New mall owner wants traffic, prefers retail tenants | Local News

“Basically, we need to have targeted traffic.”

In a nutshell, which is what the CEO of the corporation that has bought the Indiana Shopping mall wishes for a complicated in which more than 50 % its house is vacant.

“We are likely right after vendors,” Mike Kohan stated Tuesday. “Retailers are our initial precedence.”

It is not his only priority, however.

In accordance to Ten-X, the organization that conducted the auction received by Kohan Retail Investment decision Team of Wonderful Neck, N.Y., the shopping mall has 48.9 percent occupancy.

KRIG owns retail complexes all over the United States, which include 50 percent a dozen searching malls in Pennsylvania.

The nearest one particular is Clearview Mall, 60 miles absent in suburban Butler. In the region KRIG also owns Washington Crown Heart, 90 miles absent in Washington County.

Kohan stated his organization shut two weeks ago on the practically $7 million acquire of the 43-year-outdated Indiana Mall, masking 455,690 square ft amid a 44.84-acre whole lot together Oakland Avenue in White Township.

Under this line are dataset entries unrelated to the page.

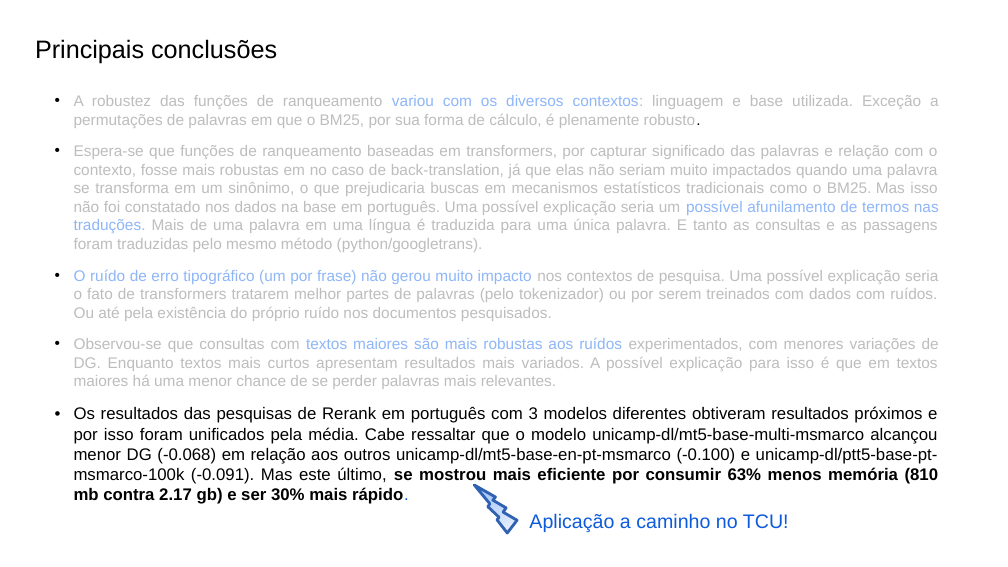
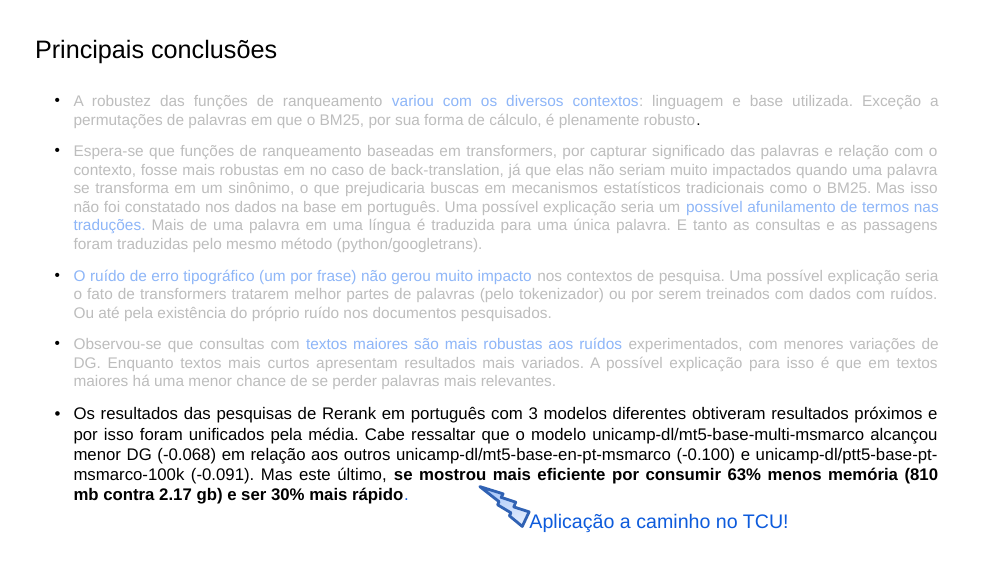
Before and after one commit to leonardo3108/robustez-query, a slide deck: slide 14 of docs/presentations/Apresentação final - 20211209.pptx. Drawn at 1008x567 pixels with LibreOffice and Linux fonts; fonts in the diff are those of the drawing. Boxes give left, top, right and bottom in pixels: in the first picture for what was removed or moved away, otherwise in the second. Text is boxed around its words. In the diff, an @@ line names an element or a change of style, - is before the commit and + after.

```diff
--- a/docs/presentations/Apresentação final - 20211209.pptx
+++ b/docs/presentations/Apresentação final - 20211209.pptx
@@ lightning bolt at (480, 471, 534, 535): rotation 165 to 153 degrees @@
```
Also in this commit, not shown: 4 other slides changed, 1 slide added.
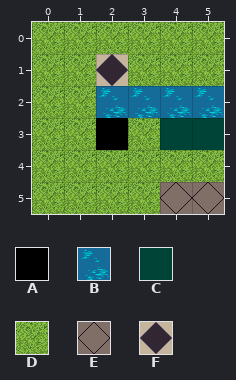
One commit to this Tiled map: maps/g6_2.tmx. The first picture shows the starting point.
Cells are 32x32 px. Shown: x 0..5, y 0..5.
Key: from "blocker": A 0; from "terrain": B 188, C 295, D 298, E 620, F 621.
_ is an empty cell.
Layer "Calque de Tile 1" before, first column x 0:
0 DDDDDD
1 DDFDDD
2 DDBBBB
3 DDADCC
4 DDDDDD
5 DDDDEE
After the commit:
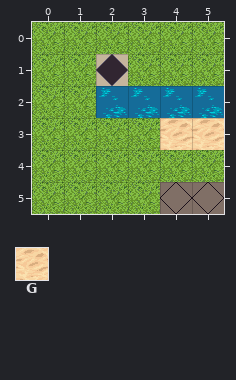
Further tiles: from "terrain": G 370.
What changed:
Layer "Calque de Tile 1":
y 3: x 2 A -> D; x 4..5 CC -> GG
Pixel boxes of the changes (left, top, right, bottom) in both pictures:
changed: (96, 118, 128, 150)
changed: (160, 118, 224, 150)
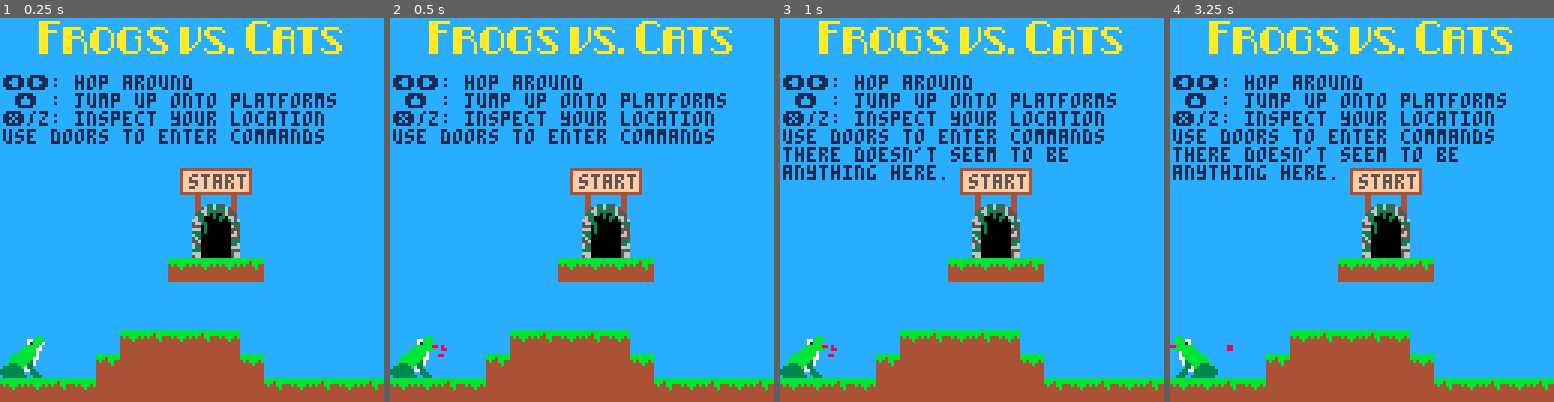
Above: before the commit, frames 1-4 (left to right).
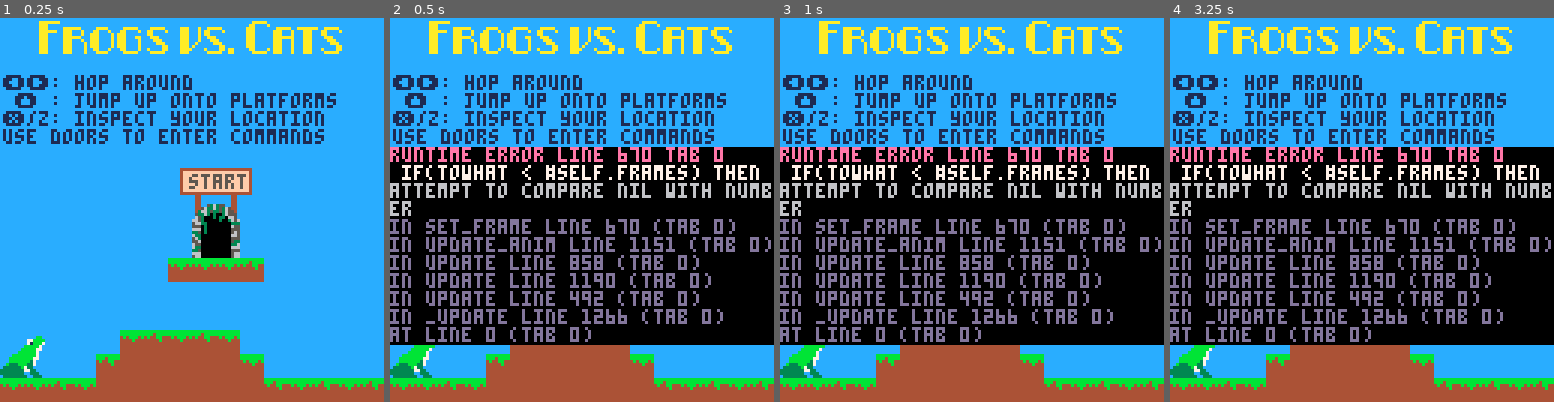
Above: after the commit, the same moments.

Repository: cincodenada/frogsvscats
Game: PICO-8 cartridge frogsvscats.p8
Two runs of this game, one before a commit and one after it. Both use one fixed random seed, a clock stepped at 60 frames per second and the inputs below.
Inputs:
- Up to frame 1 (0.25 s): no input
- Up to frame 2 (0.5 s): tap X (X key) at 0.33 s
- Up to frame 3 (1 s): tap O (Z key) at 0.7 s
- Up to frame 4 (3.25 s): tap X (X key) at 1.07, 1.85, 2.97 s; hold Right 1.6-2.1 s; tap O (Z key) every 0.4 s from 1.7 to 2.9 s; hold Up 2.15-2.42 s; hold Right 2.47-3.03 s; hold Left from 3.08 s (still down)

Frame 1 is identical in both runs. In frame 2, 51% of the frame differs, in the area x 0-100%, y 33-89%; in frame 3, 51%; in frame 4, 52%, in the area x 0-100%, y 33-94%.
Error after the commit: runtime error line 670 tab 0; if(towhat < #self.frames) then; attempt to compare nil with number

Commit message:
Refine tongue animation

Diff:
--- a/frogsvscats.p8
+++ b/frogsvscats.p8
@@ -1131,7 +1131,7 @@
 	self:reset_anim()
 	self:clear_move()
 	self:set_sprite('attack')
-	self:set_frame_slow(2,2,20)
+	self:set_frame_slow(2,2,10)
 	self:animate(false)
 	sfx(18)
 	sfx(19)
@@ -1139,6 +1139,7 @@
 function frog:update_anim()
 	super(frog).update_anim(self)
 	-- If we're ready to start the tongue
+	local tongue_frames = {0,1,2,2,3,3}
 	if(self.attacking) then
 		if(self:get_sprite():frame() == 2) then
 			if(self:get_sprite():entered(2)) then
@@ -1146,11 +1147,12 @@
 				self.tongue_dir = 1
 			else
 				if(self.tongue_frame == 5) self.tongue_dir=-1
-				self.tongue_frame += self.tongue_dir*0.5
+				self.tongue_frame += self.tongue_dir
 			end
-			self:set_aux('tongue',self.w+self.tongue_frame, -self.h+8)
-			self:get_sprite('tongue'):set_frame(min(self.tongue_frame, 2))
-		elseif self:get_sprite():entered(0) then
+			local tp = self:tongue_pos()
+			self:set_aux('tongue',tp.x+self.tongue_frame*2*self.facing, tp.y)
+			self:get_sprite('tongue'):set_frame(tongue_frames[self.tongue_frame])
+		elseif self.anim_state.active == false then
 			self.attacking = false
 			self:remove_aux('tongue')
 		end
@@ -1159,9 +1161,13 @@
 function frog:draw()
 	super(frog).draw(self)
 	if(self.attacking and self.tongue_frame) then
-		local ts = {x=self.x+self.w*self.facing, y=self.y-self.h+8}
-		line(ts.x, ts.y, ts.x+self.tongue_frame, ts.y, 8)
-	end
+		local tp = self:tongue_pos()
+		line(self.x+tp.x, self.y+tp.y-3,
+		     self.x+tp.x+self.tongue_frame*2, self.y+tp.y-3, 8)
+	end
+end
+function frog:tongue_pos()
+	return {x=self.w*self.facing, y=-self.h+8}
 end
 
 player = class(frog)
@@ -1347,8 +1353,8 @@
 000000000000bb00000000000000bb00000000000000bb0000000000000000000000000000000000000000000000000000000000000000000000000000000000
 00000000077bbbb000000000077bbbb000000000077bbbb000000000000000000000000000000000000000000000000000000000000000000000000000000000
 00000000071bbb7000000000071bbb8000000000071bbb0000000000000000000000000000000000000000000000000000000000000000000000000000000000
-00000000bbbbb70000000000bbbbbbb000000000bbbbbb8880000000800000008800000000000000000000000000000000000000000000000000000000000000
-0000000bbbbb77000000000bbbbbb7000000000bbbbbbbb080000000880000008800000000000000000000000000000000000000000000000000000000000000
+00000000bbbbb70000000000bbbbbbb000000000bbbbbb8800000000800000008000000088000000000000000000000000000000000000000000000000000000
+0000000bbbbb77000000000bbbbbb7000000000bbbbbbbb000000000800000008800000088000000000000000000000000000000000000000000000000000000
 000000bbbbbb7000000000bbbbbb7000000000bbbbbb700000000000000000000000000000000000000000000000000000000000000000000000000000000000
 0000bbbbbbbb70000000bbbbbbbb70000000bbbbbbbb700000000000000000000000000000000000000000000000000000000000000000000000000000000000
 000bbbbbbbb77000000bbbbbbbb77000000bbbbbbbb7700000000000000000000000000000000000000000000000000000000000000000000000000000000000

He said he wishes “stuff that delivers traffic” to the shopping mall, a landmark amid the business district extending from downtown Indiana and the Indiana University of Pennsylvania campus to the Windy Ridge industrial park and interchange of Oakland Avenue (condition Route 286) with U.S. Route 422.

Existing mall occupants include J.C. Penney (the only surviving unique anchor shop), Harbor Freight (opened in 2018), Kohl’s (opened in 2019 in a lot of the previous Sears locale) and Motion picture Scoop Theaters.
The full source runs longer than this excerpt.